Common reasons max can change include:

  • The restore process discovers additional work after it starts, such as files, segments, or objects that become visible only after metadata is read.
  • New data is added on the backend while the node is catching up, which moves the completion point forward. This is common during incremental catch-up phases.
  • Progress is calculated from system state, such as replication lag, rather than from a fixed work queue. As the system state changes, the value is recalculated.
  • The service switches restore strategies during the operation, for example from snapshot restore to replication catch-up, which changes what the counters represent.

As a result:

  • Phase percentage can decrease even when the restore operates normally.
  • Remaining-time estimates based on max are unreliable.
  • Sudden changes in max are expected unless the node remains in syncing_data longer than expected.

Restore phase meanings

Phase names are standardized, but the underlying work and the meaning of the counters are service-specific.

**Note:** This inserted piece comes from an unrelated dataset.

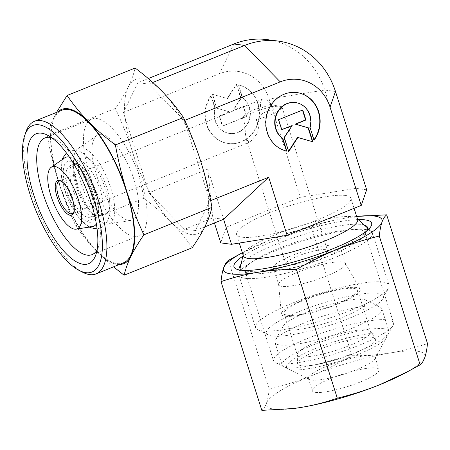 <?xml version="1.0" encoding="UTF-8"?>
<svg xmlns="http://www.w3.org/2000/svg" width="450" height="450" viewBox="0 0 450 450"><rect width="100%" height="100%" fill="white"/><g stroke="black" fill="none" stroke-linecap="round" stroke-linejoin="round"><path stroke-width="0.34" stroke-dasharray="2.25 1.69" d="M64.828 157.792A37.204 13.658 -112 0 0 64.524 189.714A37.204 13.658 -112 0 0 90.804 226.564A37.204 13.658 -112 0 0 92.565 226.553M96.351 223.954A37.204 13.658 -112 0 0 94.995 193.77A37.204 13.658 -112 0 0 69.356 157.039M96.896 215.899A29.43 10.806 68 0 1 96.233 215.769A29.43 10.806 68 0 1 76.112 186.75A29.43 10.806 68 0 1 74.948 163.013A29.43 10.806 68 0 1 76.348 161.494A29.43 10.806 68 0 1 79.425 160.808A29.43 10.806 68 0 1 100.215 189.956A29.43 10.806 68 0 1 98.291 215.893A29.43 10.806 68 0 1 96.896 215.899M270.141 104.456L260.724 108.214A17.505 6.429 68 0 1 262.772 99.045A17.505 6.429 68 0 1 264.127 98.893A17.505 6.429 68 0 1 268.616 101.784A17.505 6.429 68 0 1 273.999 109.98L272.014 105.384L270.141 104.456M133.959 236.306A62.921 23.096 68 0 1 91.558 180.039A62.921 23.096 68 0 1 91.744 119.064A62.921 23.096 68 0 1 96.598 118.53A62.921 23.096 68 0 1 138.994 174.797A62.921 23.096 68 0 1 138.814 235.766A62.921 23.096 68 0 1 133.959 236.306M101.633 134.404A45.956 16.869 68 0 1 133.234 177.311A45.956 16.869 68 0 1 131.096 220.416A45.956 16.869 68 0 1 128.919 220.427A45.956 16.869 68 0 1 98.623 181.136A45.956 16.869 68 0 1 96.834 135.478A45.956 16.869 68 0 1 101.633 134.404M82.035 147.808A40.748 14.957 68 0 1 110.059 185.85A40.748 14.957 68 0 1 108.157 224.066A40.748 14.957 68 0 1 106.234 224.078A40.748 14.957 68 0 1 79.363 189.242A40.748 14.957 68 0 1 77.782 148.759A40.748 14.957 68 0 1 82.035 147.808M84.96 157.022A30.904 11.346 68 0 1 106.211 185.873A30.904 11.346 68 0 1 104.771 214.858A30.904 11.346 68 0 1 103.309 214.869A30.904 11.346 68 0 1 82.935 188.443A30.904 11.346 68 0 1 81.731 157.742A30.904 11.346 68 0 1 84.96 157.022M242.347 117.816L244.029 121.635L244.822 125.123L245.565 135.214L246.263 139.123L248.844 142.02L250.447 141.773L257.468 133.166L258.851 126.248L256.23 119.666A21.881 4.146 -17.6 0 0 282.088 107.308A21.881 4.146 -17.6 0 0 280.468 106.369A21.881 4.146 -17.6 0 0 280.102 106.312A21.881 4.146 -17.6 0 0 261.225 109.586A21.881 4.146 -17.6 0 0 242.347 117.816C248.001 111.898 254.126 108.698 260.724 108.214M363.032 299.261A44.207 8.376 -17.6 0 0 315.231 309.054A44.207 8.376 -17.6 0 0 282.696 327.673A44.207 8.376 -17.6 0 0 286.762 330.024A44.207 8.376 -17.6 0 0 336.246 319.635A44.207 8.376 -17.6 0 0 366.896 300.96A44.207 8.376 -17.6 0 0 363.032 299.261A44.207 8.376 -17.6 0 0 318.459 307.941A44.207 8.376 -17.6 0 0 283.084 326.188A44.207 8.376 -17.6 0 0 282.696 327.673A44.207 8.376 -17.6 0 0 286.762 330.024A44.207 8.376 -17.6 0 0 336.246 319.635A44.207 8.376 -17.6 0 0 366.896 300.96A44.207 8.376 -17.6 0 0 365.726 299.976A44.207 8.376 -17.6 0 0 363.032 299.261M342.264 261.99A35.016 6.632 -17.6 0 0 304.402 269.747A35.016 6.632 -17.6 0 0 278.634 284.49A35.016 6.632 -17.6 0 0 278.685 284.76A35.016 6.632 -17.6 0 0 281.858 286.358A35.016 6.632 -17.6 0 0 320.383 278.364A35.016 6.632 -17.6 0 0 345.437 263.588A35.016 6.632 -17.6 0 0 345.324 263.334A35.016 6.632 -17.6 0 0 342.264 261.99M336.909 245.109A35.016 6.632 -17.6 0 0 298.384 253.102A35.016 6.632 -17.6 0 0 273.33 267.885A35.016 6.632 -17.6 0 0 276.502 269.477A35.016 6.632 -17.6 0 0 315.034 261.489A35.016 6.632 -17.6 0 0 340.082 246.707A35.016 6.632 -17.6 0 0 336.909 245.109M325.586 249.683A21.881 4.146 -17.6 0 0 301.506 254.678A21.881 4.146 -17.6 0 0 285.846 263.914A21.881 4.146 -17.6 0 0 287.831 264.909A21.881 4.146 -17.6 0 0 311.912 259.914A21.881 4.146 -17.6 0 0 327.566 250.678A21.881 4.146 -17.6 0 0 325.586 249.683M119.306 264.516A83.16 30.527 68 0 1 117.315 264.386A83.16 30.527 68 0 1 96.981 251.691L113.518 266.85M56.548 112.382L54.219 116.888A83.16 30.527 68 0 1 57.746 111.898M192.161 247.776C185.721 238.359 178.661 229.714 170.983 221.844A83.16 30.527 68 0 1 151.841 195.857L148.911 192.859L123.401 112.449L137.993 82.676L148.748 84.105L184.343 120.549L209.846 200.959L195.261 230.732L184.506 229.303L151.841 195.857A83.16 30.527 68 0 1 147.184 187.408A83.16 30.527 68 0 1 132.576 152.173A83.16 30.527 68 0 1 125.134 117.894A83.16 30.527 68 0 1 124.605 109.997A83.16 30.527 68 0 1 128.216 87.036A83.16 30.527 68 0 1 141.936 78.874A83.16 30.527 68 0 1 162.27 91.564A83.16 30.527 68 0 1 181.412 117.551A83.16 30.527 68 0 1 186.069 126A83.16 30.527 68 0 1 200.678 161.235A83.16 30.527 68 0 1 208.119 195.514A83.16 30.527 68 0 1 208.648 203.411A83.16 30.527 68 0 1 205.037 226.373A83.16 30.527 68 0 1 191.317 234.534A83.16 30.527 68 0 1 170.983 221.844C163.288 213.975 154.249 206.134 143.854 198.309C140.861 181.851 137.104 166.472 132.576 152.173C128.031 137.88 122.288 123.306 115.346 108.439C120.769 100.603 125.061 93.465 128.216 87.036C131.361 80.612 133.672 74.278 135.146 68.034M82.485 272.166A82.282 30.206 68 0 1 37.249 208.89A82.282 30.206 68 0 1 25.92 131.934M123.407 262.862A82.282 30.206 68 0 1 117.056 263.565A82.282 30.206 68 0 1 61.611 189.979A82.282 30.206 68 0 1 61.847 110.244M377.758 293.321A61.273 11.61 -17.6 0 0 304.909 309.308A61.273 11.61 -17.6 0 0 268.267 334.957A61.273 11.61 -17.6 0 0 272.042 335.964A61.273 11.61 -17.6 0 0 333.906 323.91A61.273 11.61 -17.6 0 0 382.882 298.598A61.273 11.61 -17.6 0 0 377.758 293.321M382.708 282.082A70.026 13.269 -17.6 0 0 305.651 298.069A70.026 13.269 -17.6 0 0 255.549 327.628A70.026 13.269 -17.6 0 0 257.58 329.67A70.026 13.269 -17.6 0 0 261.889 330.817A70.026 13.269 -17.6 0 0 332.589 317.042A70.026 13.269 -17.6 0 0 388.569 288.113A70.026 13.269 -17.6 0 0 389.048 285.278A70.026 13.269 -17.6 0 0 382.708 282.082M366.058 229.584A70.026 13.269 -17.6 0 0 292.635 244.288A70.026 13.269 -17.6 0 0 238.866 273.583A70.026 13.269 -17.6 0 0 238.894 275.124A70.026 13.269 -17.6 0 0 245.239 278.319A70.026 13.269 -17.6 0 0 322.296 262.333A70.026 13.269 -17.6 0 0 372.397 232.779A70.026 13.269 -17.6 0 0 371.531 231.502A70.026 13.269 -17.6 0 0 366.058 229.584M357.626 219.504A59.962 11.362 -17.6 0 0 356.884 218.407A59.962 11.362 -17.6 0 0 352.192 216.771A59.962 11.362 -17.6 0 0 289.327 229.359A59.962 11.362 -17.6 0 0 243.287 254.447A59.962 11.362 -17.6 0 0 243.315 255.763M345.437 195.469A59.962 11.362 -17.6 0 0 279.456 209.154A59.962 11.362 -17.6 0 0 236.559 234.461A59.962 11.362 -17.6 0 0 241.987 237.195A59.962 11.362 -17.6 0 0 307.969 223.509A59.962 11.362 -17.6 0 0 350.865 198.203A59.962 11.362 -17.6 0 0 345.437 195.469M296.741 92.548A29.762 27.101 97.6 0 0 296.561 92.526A29.762 27.101 97.6 0 0 271.536 103.894A29.762 27.101 97.6 0 0 286.521 151.132L286.509 151.093M286.881 151.183L286.521 151.132M310.078 127.541L309.718 127.491L313.734 140.158A29.762 27.101 97.6 0 0 313.976 139.826M295.228 102.555A19.643 17.887 -82.4 0 1 302.766 105.581A19.643 17.887 -82.4 0 1 309.718 127.491M253.519 132.148A29.762 27.101 -82.4 0 1 228.493 143.516A29.762 27.101 -82.4 0 1 207.124 125.505A29.762 27.101 -82.4 0 1 211.314 95.884L215.336 108.551A19.643 17.887 97.6 0 0 222.283 130.461A19.643 17.887 97.6 0 0 229.826 133.487A19.643 17.887 97.6 0 0 249.103 120.712A19.643 17.887 97.6 0 0 242.55 97.571L238.528 84.909A29.762 27.101 -82.4 0 1 253.519 132.148M210.96 95.839A29.762 27.101 97.6 0 0 206.769 125.46A29.762 27.101 97.6 0 0 228.133 143.471A29.762 27.101 97.6 0 0 253.159 132.103A29.762 27.101 97.6 0 0 238.174 84.859L242.19 97.526A19.643 17.887 -82.4 0 1 248.749 120.668A19.643 17.887 -82.4 0 1 229.466 133.442A19.643 17.887 -82.4 0 1 221.923 130.416A19.643 17.887 -82.4 0 1 214.976 108.501L210.96 95.839L211.314 95.884M242.19 97.526L242.55 97.571M236.683 84.561L241.104 98.488L233.235 110.543L243.602 106.363L246.78 116.392L222.649 126.124L219.465 116.1L229.832 111.921L216.968 108.225L212.552 94.297L227.526 98.595L236.683 84.561L236.323 84.516L227.166 98.55L212.192 94.252L216.607 108.18L229.472 111.87L219.105 116.049L222.289 126.079L246.42 116.342L243.242 106.318L232.875 110.498L240.744 98.443L236.323 84.516M240.744 98.443L241.104 98.488M232.875 110.498L233.235 110.543M243.242 106.318L243.602 106.363M246.42 116.342L246.78 116.392M222.289 126.079L222.649 126.124M219.105 116.049L219.465 116.1M229.472 111.87L229.832 111.921M216.607 108.18L216.968 108.225M212.192 94.252L212.552 94.297M227.166 98.55L227.526 98.595M214.976 108.501L215.336 108.551M238.174 84.859L238.528 84.909M278.629 119.7L278.274 119.649L281.452 129.679L281.756 129.555M281.812 129.724L281.452 129.679M291.819 125.499L283.95 137.554L288.371 151.481L288.602 151.127M284.31 137.599L283.95 137.554M288.726 151.526L288.371 151.481M297.529 137.447L312.486 141.683M312.863 141.795L312.502 141.744M302.462 110.087L278.274 119.649M302.766 109.963L302.406 109.918M314.094 140.203L313.734 140.158M335.481 91.479L324.726 90.051A78.334 71.336 97.6 0 0 267.474 39.656M366.666 189.787L355.911 188.359L324.726 90.051L269.117 99.022A42.958 39.122 97.6 0 0 219.302 73.766L123.401 112.449M355.911 188.359L300.302 197.331L226.187 227.227L220.759 242.876M223.583 219.308L212.833 217.879L214.453 222.992M184.506 229.303L212.833 217.879L207.754 169.121L226.187 227.227M269.117 99.022L300.302 197.331M184.776 120.375L184.343 120.549M210.667 200.632L209.846 200.959M207.754 169.121L148.911 192.859M152.775 82.479L148.748 84.105M148.264 78.531L137.993 82.676M204.773 226.896L195.261 230.732M58.573 182.025A83.16 30.527 68 0 1 54.219 116.888C51.075 123.311 48.763 129.645 47.289 135.889C50.282 152.347 54.045 167.726 58.573 182.025C63.113 196.318 68.856 210.898 75.797 225.759C82.243 235.176 89.302 243.821 96.981 251.691A83.16 30.527 68 0 1 58.573 182.025M143.854 198.309L75.797 225.759M115.346 108.439L47.289 135.889M273.999 109.98C266.67 110.362 260.747 113.591 256.23 119.666M61.419 181.277A17.505 6.429 68 0 1 62.027 181.553A17.505 6.429 68 0 1 71.651 195.013A17.505 6.429 68 0 1 74.059 211.388A17.505 6.429 68 0 1 73.817 212.006M51.778 137.779A62.921 23.096 68 0 1 55.378 139.241A62.921 23.096 68 0 1 89.972 187.622A62.921 23.096 68 0 1 98.629 246.471A62.921 23.096 68 0 1 97.054 250.02M92.633 216.585A28.451 10.446 -112 0 0 93.977 216.579A28.451 10.446 -112 0 0 95.411 216.045A28.451 10.446 -112 0 0 95.833 191.509A28.451 10.446 -112 0 0 75.735 163.333A28.451 10.446 -112 0 0 74.171 163.378A28.451 10.446 -112 0 0 72.765 163.997A28.451 10.446 -112 0 0 72.534 188.409A28.451 10.446 -112 0 0 92.633 216.585M71.663 166.118A27.366 10.046 68 0 1 90.484 191.666A27.366 10.046 68 0 1 89.207 217.339A27.366 10.046 68 0 1 87.913 217.344A27.366 10.046 68 0 1 69.868 193.944A27.366 10.046 68 0 1 68.805 166.759A27.366 10.046 68 0 1 71.663 166.118M74.171 163.378L77.372 165.69C83.509 171.512 88.757 180.776 93.122 193.489A32.574 11.959 68 0 1 89.46 222.221A32.574 11.959 68 0 1 66.448 189.956A32.574 11.959 68 0 1 70.116 161.241A32.574 11.959 68 0 1 93.127 193.506C94.888 199.142 95.889 204.159 96.126 208.536L96.109 212.254L95.411 216.045M356.484 287.505A41.304 7.824 -17.6 0 0 311.816 296.657A41.304 7.824 -17.6 0 0 281.413 314.055A41.304 7.824 -17.6 0 0 285.216 316.254A41.304 7.824 -17.6 0 0 331.453 306.546A41.304 7.824 -17.6 0 0 360.09 289.097A41.304 7.824 -17.6 0 0 356.484 287.505M376.689 306.062A56.025 10.614 -17.6 0 0 320.197 317.059A56.025 10.614 -17.6 0 0 275.366 340.189A56.025 10.614 -17.6 0 0 274.961 342.495A56.025 10.614 -17.6 0 0 280.035 345.049A56.025 10.614 -17.6 0 0 341.679 332.263A56.025 10.614 -17.6 0 0 381.763 308.616A56.025 10.614 -17.6 0 0 380.104 306.968A56.025 10.614 -17.6 0 0 376.689 306.062M383.884 328.742A56.025 10.614 -17.6 0 0 322.234 341.527A56.025 10.614 -17.6 0 0 282.156 365.175A56.025 10.614 -17.6 0 0 283.776 366.806A56.025 10.614 -17.6 0 0 287.224 367.729A56.025 10.614 -17.6 0 0 343.789 356.709A56.025 10.614 -17.6 0 0 388.569 333.562A56.025 10.614 -17.6 0 0 388.952 331.296A56.025 10.614 -17.6 0 0 383.884 328.742M381.898 333.236A52.521 9.951 -17.6 0 0 319.455 346.939A52.521 9.951 -17.6 0 0 288.051 368.921A52.521 9.951 -17.6 0 0 291.285 369.787A52.521 9.951 -17.6 0 0 344.312 359.454A52.521 9.951 -17.6 0 0 386.297 337.759A52.521 9.951 -17.6 0 0 381.898 333.236M300.769 356.721A38.514 7.296 -17.6 0 0 343.153 347.929A38.514 7.296 -17.6 0 0 370.704 331.673A38.514 7.296 -17.6 0 0 370.541 331.329A38.514 7.296 -17.6 0 0 367.223 329.918A38.514 7.296 -17.6 0 0 325.761 338.377A38.514 7.296 -17.6 0 0 297.219 354.589A38.514 7.296 -17.6 0 0 297.281 354.966A38.514 7.296 -17.6 0 0 300.769 356.721M301.343 365.726A40.86 7.74 -17.6 0 0 347.282 356.051A40.86 7.74 -17.6 0 0 375.368 338.788A40.86 7.74 -17.6 0 0 371.841 337.292A40.86 7.74 -17.6 0 0 327.859 346.269A40.86 7.74 -17.6 0 0 297.574 363.465A40.86 7.74 -17.6 0 0 301.343 365.726M287.623 315.281A38.514 7.296 -17.6 0 0 330.007 306.489A38.514 7.296 -17.6 0 0 357.564 290.233A38.514 7.296 -17.6 0 0 354.077 288.478A38.514 7.296 -17.6 0 0 311.692 297.27A38.514 7.296 -17.6 0 0 284.136 313.526A38.514 7.296 -17.6 0 0 287.623 315.281M311.586 380.081A35.016 6.632 -17.6 0 0 346.939 373.191A35.016 6.632 -17.6 0 0 374.923 358.729A35.016 6.632 -17.6 0 0 375.165 357.306A35.016 6.632 -17.6 0 0 371.998 355.714A35.016 6.632 -17.6 0 0 333.467 363.701A35.016 6.632 -17.6 0 0 308.419 378.484A35.016 6.632 -17.6 0 0 309.431 379.502A35.016 6.632 -17.6 0 0 311.586 380.081M315.484 392.366A35.016 6.632 -17.6 0 0 354.015 384.379A35.016 6.632 -17.6 0 0 379.063 369.596A35.016 6.632 -17.6 0 0 375.896 367.999A35.016 6.632 -17.6 0 0 337.365 375.992A35.016 6.632 -17.6 0 0 312.317 390.774A35.016 6.632 -17.6 0 0 315.484 392.366M279.231 363.673A62.921 11.919 -17.6 0 0 342.754 351.293A62.921 11.919 -17.6 0 0 393.047 325.305A62.921 11.919 -17.6 0 0 393.48 322.751A62.921 11.919 -17.6 0 0 387.782 319.882A62.921 11.919 -17.6 0 0 318.549 334.243A62.921 11.919 -17.6 0 0 273.532 360.804A62.921 11.919 -17.6 0 0 275.355 362.638A62.921 11.919 -17.6 0 0 279.231 363.673M250.639 273.555A62.921 11.919 -17.6 0 0 314.168 261.174A62.921 11.919 -17.6 0 0 364.461 235.187A62.921 11.919 -17.6 0 0 364.894 232.633A62.921 11.919 -17.6 0 0 359.196 229.764A62.921 11.919 -17.6 0 0 289.957 244.125A62.921 11.919 -17.6 0 0 244.946 270.686A62.921 11.919 -17.6 0 0 246.769 272.52A62.921 11.919 -17.6 0 0 250.639 273.555M242.421 270.326A67.039 12.701 -17.6 0 0 244.755 270.956A67.039 12.701 -17.6 0 0 245.863 271.131A67.039 12.701 -17.6 0 0 308.891 259.481A67.039 12.701 -17.6 0 0 365.203 232.746A67.039 12.701 -17.6 0 0 366.75 230.889M364.326 225.062A67.039 12.701 -17.6 0 0 361.524 224.477A67.039 12.701 -17.6 0 0 296.139 236.897A67.039 12.701 -17.6 0 0 241.042 264.173M404.117 373.556A83.16 15.756 -17.6 0 0 424.839 357.39A83.16 15.756 -17.6 0 0 417.426 351.248A83.16 15.756 -17.6 0 0 390.786 352.862C402.789 350.916 415.029 347.811 427.5 343.547M261.832 410.372C263.796 408.814 265.365 406.35 266.535 402.981A83.16 15.756 -17.6 0 0 273.954 409.123A83.16 15.756 -17.6 0 0 293.979 408.465M356.659 216.461L347.906 217.682C335.902 219.628 323.668 222.733 311.197 226.997C296.083 230.676 281.936 235.17 268.757 240.48L240.322 253.789M356.664 216.472A83.16 15.756 -17.6 0 0 354.375 216.748A83.16 15.756 -17.6 0 0 347.906 217.682A83.16 15.756 -17.6 0 0 268.757 240.48A83.16 15.756 -17.6 0 0 244.384 251.634A83.16 15.756 -17.6 0 0 242.353 252.731M352.029 355.725C365.861 355.748 378.782 354.791 390.786 352.862A83.16 15.756 -17.6 0 0 311.636 375.654C324.81 370.333 338.276 363.69 352.029 355.725L311.197 226.997M269.196 389.137C284.31 385.459 298.457 380.964 311.636 375.654A83.16 15.756 -17.6 0 0 266.535 402.981C267.705 399.594 268.594 394.982 269.196 389.137L228.364 260.409M358.211 219.594A72.214 13.686 -17.6 0 0 242.888 256.174M219.302 73.766L233.893 43.993M97.076 228.887L100.597 228.088C106.633 224.398 109.524 219.133 109.26 212.276C109.519 205.554 108.309 197.966 105.638 189.518C102.527 179.876 98.364 171.343 93.139 163.929L86.754 156.487C82.187 151.369 76.455 149.58 69.547 151.116L66.454 152.983M62.139 159.666L61.031 173.115L64.508 189.681L76.95 215.19L83.514 222.829L89.325 227.07M74.948 163.013L74.036 166.984C73.682 171.776 74.677 178.02 77.023 185.709C80.989 200.666 93.358 216.186 96.233 215.769M91.744 119.064L45.017 137.914M108.157 224.066L131.096 220.416M98.291 215.893L104.771 214.858M262.772 99.045L59.141 181.181M278.634 284.49L281.413 314.055M273.33 267.885L278.685 284.76M246.263 139.123L285.846 263.914M268.267 334.957L257.58 329.67M238.894 275.124L255.549 327.628M243.287 254.447L243.124 255.161M240.019 268.577L238.866 273.583M236.559 234.461L239.282 243.051M228.493 143.516L228.133 143.471M229.826 133.487L229.466 133.442M296.561 92.526L296.921 92.571M350.865 198.203L354.077 208.328M356.884 218.407L357.429 218.897M367.701 228.077L371.531 231.502M372.397 232.779L389.048 285.278M382.882 298.598L388.569 288.113M282.088 107.308L327.566 250.678M340.082 246.707L345.437 263.588M345.324 263.334L360.09 289.097M270.349 104.49L280.468 106.369M250.447 141.773L72.242 213.654M62.027 181.553L60.778 180.9M74.059 211.388L73.614 212.726M76.348 161.494L81.731 157.742M77.782 148.759L96.834 135.478M138.814 235.766L92.087 254.616M55.378 139.241L47.756 135.27M98.629 246.471L95.901 254.616M272.019 105.384L268.616 101.784M89.207 217.339L93.977 216.579M68.805 166.759L72.765 163.997M283.084 326.188L275.366 340.189M274.961 342.495L282.156 365.175M288.051 368.921L283.776 366.806M370.541 331.329L375.368 338.788M357.564 290.233L370.704 331.673M284.136 313.526L297.281 354.966M297.219 354.589L297.574 363.465M386.297 337.759L388.569 333.562M381.763 308.616L388.952 331.296M365.726 299.976L380.104 306.968M375.165 357.306L379.063 369.596M374.923 358.729L393.047 325.305M364.894 232.633L393.48 322.751M364.461 235.187L367.138 230.254M365.203 232.746L369.067 228.786M354.375 216.748L354.679 216.709M244.384 251.634L242.347 252.714M244.755 270.956L239.316 269.944M246.769 272.52L241.74 270.028M244.946 270.686L273.532 360.804M309.431 379.502L275.355 362.638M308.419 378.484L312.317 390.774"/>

  • prepare: Prepares the node for restore.
  • basebackup: Restores the full backup.
  • stream: Applies incremental changes, such as replication or log replay.
  • finalize: Completes final steps before serving traffic.

Not all restores include every phase.

Progress units

Known unit values include:

  • binlogs: MySQL binlog-based progress.
  • bytes_compressed: Compressed backup data.
  • bytes_uncompressed: Uncompressed backup data.
  • wal_lsn: PostgreSQL® write-ahead log sequence number.

Aiven can add new unit values as new functionality becomes available.

Compute phase progress percentages

You cannot reliably compute overall restore progress. You can compute a phase-specific progress percentage when min, max, and current are present and max != min.

pct = round(((current - min) / (max - min)) * 100, 1)

When handling progress values:

  • If any of min, max, or current is null or missing, display n/a.
  • If max == min, treat the percentage as undefined.
  • Expect the percentage to decrease when max changes.
  • Clamp displayed values to the range [0, 100].

Polling guidance

Progress updates are best-effort and refresh every 10 seconds while a node is in syncing_data. Poll the service state every 10 to 30 seconds. More frequent polling does not provide additional detail.

For each node_states[] entry:

  • If state is not syncing_data, no restore progress is available.
  • If state is syncing_data:
    • If progress_updates is missing or empty, the node is restoring without detailed progress data.
    • Otherwise, the current phase is the last phase where completed is false.

Stop polling when all nodes reach the running state or when a stall is detected.

Stall detection

The API does not provide per-phase timestamps. To detect stalls, use a time-based threshold, such as a node remaining in syncing_data longer than expected.

Do not rely on counters or max values to estimate remaining time.

Service-specific behavior

Not all services emit detailed progress updates. When available, counters follow these patterns:

  • PostgreSQL
    • basebackup: byte-based counters, commonly bytes_uncompressed
    • stream: WAL catch-up, often reported as wal_lsn
  • MySQL
    • basebackup: byte-based counters, commonly bytes_compressed
    • stream: binlog catch-up, reported as binlogs

Unit values can vary based on the restore mechanism, service version, and implementation. Some phases may not include numeric counters.

Aiven may introduce new unit values over time. API clients must tolerate missing phases, missing counters, changing max values, and unknown units.